The four-member committee, which consists of the governors of Edo, Gombe, Kaduna and Akwa Ibom states.
Explaining further, Kaduna State Governor, Mr. El-Rufai, noted that the Federal Government had in the last year been unilaterally withdrawing from the excess crude account without consulting the other owners.
According to him “The Excess Crude account was started by President Olusegun Obasanjo around
2004-2005.
“It was an administrative arrangement to save for a rainy day. And it was meant to have very clear accountability such that every state and local government, in a particular state knows their balance in the Excess Crude Account, though you can’t spend it but you know how much of it is yours.
“That was the arrangement. And in those days, before we spend any money from the Excess Crude Account, the federal and states governments will meet and agree. That is how we agreed to build the seven power stations which is NIPP today, it was from Excess Crude Account. And we also met and agreed to build the Lagos – Kano Standard Gauge Rail Line from the Excess Crude Account.

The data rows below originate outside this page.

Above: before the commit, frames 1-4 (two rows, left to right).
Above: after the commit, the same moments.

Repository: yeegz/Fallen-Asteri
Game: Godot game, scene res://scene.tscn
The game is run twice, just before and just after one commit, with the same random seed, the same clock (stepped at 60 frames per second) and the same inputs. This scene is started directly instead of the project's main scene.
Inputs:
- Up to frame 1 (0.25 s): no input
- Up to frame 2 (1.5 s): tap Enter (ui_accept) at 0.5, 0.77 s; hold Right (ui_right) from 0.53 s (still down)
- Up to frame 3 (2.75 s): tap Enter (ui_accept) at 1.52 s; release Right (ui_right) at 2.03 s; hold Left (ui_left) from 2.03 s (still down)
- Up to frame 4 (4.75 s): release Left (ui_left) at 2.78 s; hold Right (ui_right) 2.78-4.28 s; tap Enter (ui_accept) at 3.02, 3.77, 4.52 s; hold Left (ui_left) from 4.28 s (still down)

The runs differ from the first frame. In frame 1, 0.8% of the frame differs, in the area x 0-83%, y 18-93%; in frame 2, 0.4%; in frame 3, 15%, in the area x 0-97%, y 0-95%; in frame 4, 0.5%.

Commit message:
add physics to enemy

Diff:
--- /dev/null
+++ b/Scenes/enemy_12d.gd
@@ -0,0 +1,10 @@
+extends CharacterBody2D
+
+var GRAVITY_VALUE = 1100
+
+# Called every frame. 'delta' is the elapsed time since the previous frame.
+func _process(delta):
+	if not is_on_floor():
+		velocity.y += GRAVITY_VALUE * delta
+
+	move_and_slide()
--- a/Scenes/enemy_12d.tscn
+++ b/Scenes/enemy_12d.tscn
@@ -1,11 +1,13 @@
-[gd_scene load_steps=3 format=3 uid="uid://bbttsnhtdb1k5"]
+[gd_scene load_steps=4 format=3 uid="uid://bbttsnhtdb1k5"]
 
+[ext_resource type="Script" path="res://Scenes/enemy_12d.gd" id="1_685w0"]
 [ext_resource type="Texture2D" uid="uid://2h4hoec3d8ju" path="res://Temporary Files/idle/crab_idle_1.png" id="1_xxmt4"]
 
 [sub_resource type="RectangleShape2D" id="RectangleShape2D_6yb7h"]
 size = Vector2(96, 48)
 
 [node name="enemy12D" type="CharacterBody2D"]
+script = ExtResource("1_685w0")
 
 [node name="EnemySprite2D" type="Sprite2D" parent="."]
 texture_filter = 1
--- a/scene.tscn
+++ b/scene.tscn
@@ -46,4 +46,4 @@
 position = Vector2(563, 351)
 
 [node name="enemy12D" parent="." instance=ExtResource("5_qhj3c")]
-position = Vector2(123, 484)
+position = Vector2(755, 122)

“But what we have seen, in the last few months or years is that the Excess Crude Account was operated unilaterally by the federal government, drawings were made unilaterally without consulting those that actually own the money because the Excess Crude Account is 52 percent owned by the federal government and 48 by the states and LGA.
“So the decision of the NEC is to set up this committee of four to look at the operations of the Excess Crude Account and make recommendations to council on its future.

“The other thing the committee will do is to look at the operations of the federation accounts particularly the shortfall and again come back to council with very clear recommendations as to what to do.
“We have not been given a time frame but as you can imagine states government are under pressure, many of our state governments are unable to pay salaries on time without recourse to borrowing, so this is very important to us. This is an all governors committee, we wear the shoes we know where it pinches. So we are going to do this as quickly as possible,” he said.

The Council’s next meeting of the council is on July 23rd, and Mr. El- Rufai said he hopes the committee will complete its work and be in position to report to council on that day.
Zamfara governor, Abdulazeez Yari, said the council also agreed that the Federal Government in conjunction with the Central Bank, will see how to support financially ailing states.